Coming back to the candidacy of Akere Muna, his first and principal challenge is to define his base constituency. It is clear that his base constituency is not southern Cameroons. As a scion of the Muna family that went to the Bilingual Grammar School in Yaounde and has lived and practiced law in Yaounde he would rather that people forgot his Southern Cameroons origins.

He also cultivates the image of a corporate lawyer (not a trial or defense lawyer). He flaunts his closeness to Paul Biya. This is what Akere Muna is bringing into the political arena as a candidate.
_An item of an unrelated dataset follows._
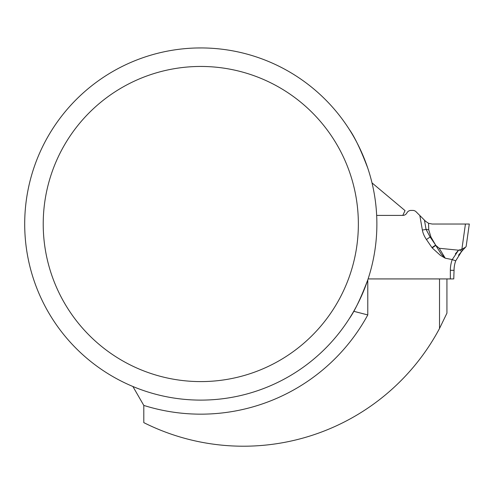 <?xml version="1.0" encoding="UTF-8"?>
<svg xmlns="http://www.w3.org/2000/svg" width="494" height="494" viewBox="0 0 494 494"><rect width="100%" height="100%" fill="white"/><g stroke="black" fill="none" stroke-linecap="round" stroke-linejoin="round"><path stroke-width="0.74" d="M132.886 386.493L143.797 405.42L143.797 422.629A222.189 222.189 0 0 0 439.524 328.461L446.928 313.171L446.928 278.925M453.233 278.925L368.104 278.925L439.524 278.925L439.524 328.461M353.735 311.288L367.783 314.937L367.783 279.888C360.787 298.308 354.612 311.245 349.264 318.692M424.439 220.126L426.063 229.401L428.73 229.778L428.564 223.294L425.618 221.312L416.078 211.765A4.631 4.631 0 0 0 412.805 210.413L411.008 210.413A4.631 4.631 0 0 0 406.902 212.914A4.631 4.631 0 0 1 402.789 215.409L376.669 215.409L402.789 215.409L405.031 210.605L372.007 182.891M24.7 224.023A176.092 176.092 0 0 0 288.836 376.521A176.092 176.092 0 0 0 288.836 71.525A176.092 176.092 0 0 0 24.7 224.023M367.783 168.158C360.781 149.725 354.612 136.789 349.264 129.354M196.631 47.98L202.262 47.937M203.12 47.949L204.948 47.98M43.219 224.023A157.574 157.574 0 0 0 279.579 360.484A157.574 157.574 0 0 0 279.579 87.562A157.574 157.574 0 0 0 43.219 224.023M450.349 278.925L450.349 270.311A31.48 31.48 0 0 1 452.232 259.585L458.556 250.192L439.222 248.272L445.23 258.201L440.327 255.299L432.201 247.939A38.087 14.814 89.6 0 1 431.972 247.611L426.433 239.516L430.12 236.997L435.498 244.863L430.972 237.114L430.12 236.997L426.063 229.401L422.37 230.05L419.832 215.52M453.764 278.925L454.054 270.311A27.775 27.775 0 0 1 455.715 260.844A27.775 27.775 0 0 0 454.054 270.311L450.349 270.311M458.556 250.192L461.896 249.186L465.434 224.023L432.164 224.023L428.564 223.294M428.73 229.778L430.972 237.114M466.083 246.562L465.546 247.228L466.145 246.487L469.3 224.023L432.164 224.023M465.546 247.228L463.032 249.865L465.546 247.228L461.896 249.186L465.546 247.228M458.525 255.207L463.032 249.865L461.983 250.878L455.715 260.844L452.232 259.585L445.23 258.201L441.161 254.015L435.77 245.401L432.201 247.939M458.488 250.254L455.32 253.897M435.696 245.197L435.825 245.407A7.404 2.878 179.6 0 1 435.77 245.401L435.498 244.863M435.64 245.104L431.972 247.611M435.825 245.407L439.222 248.272M459.537 250.106A3.705 1.254 44.4 0 0 461.983 250.878M461.347 249.451A3.705 1.216 47.4 0 0 463.032 249.865M143.797 405.42A190.141 190.141 0 0 0 367.783 314.937M426.433 239.516A72.235 35.179 8 0 1 422.37 230.05"/></g></svg>

His lack of a definable base constituency is evident from the fact that he considers federalism to be the best solution for Cameroon. In espousing this position, Akere is actually speaking for himself. The only problem is that there is no political constituency in the whole of Cameroon which actually embraces the notion of federalism which collapsed in 1972 because no one could figure out how to make the whole idea work.
In a nutshell, Akere Muna will find his candidacy in the same situation where I was in 2011. In that year the media described me as a political vagabond “sans domicile fixe”. Akere Muna will be a candidate of the AFP. But he may still go down as a politician without a constituency.

But honestly I think he could have done a better job of timing than announcing his candidacy at the moment when the news coming in from Mbengwi is that as many as 500 youths have been reportedly abducted from Mbengwi, the Constituency of Wilfred Tassang and taken to an unknown destination.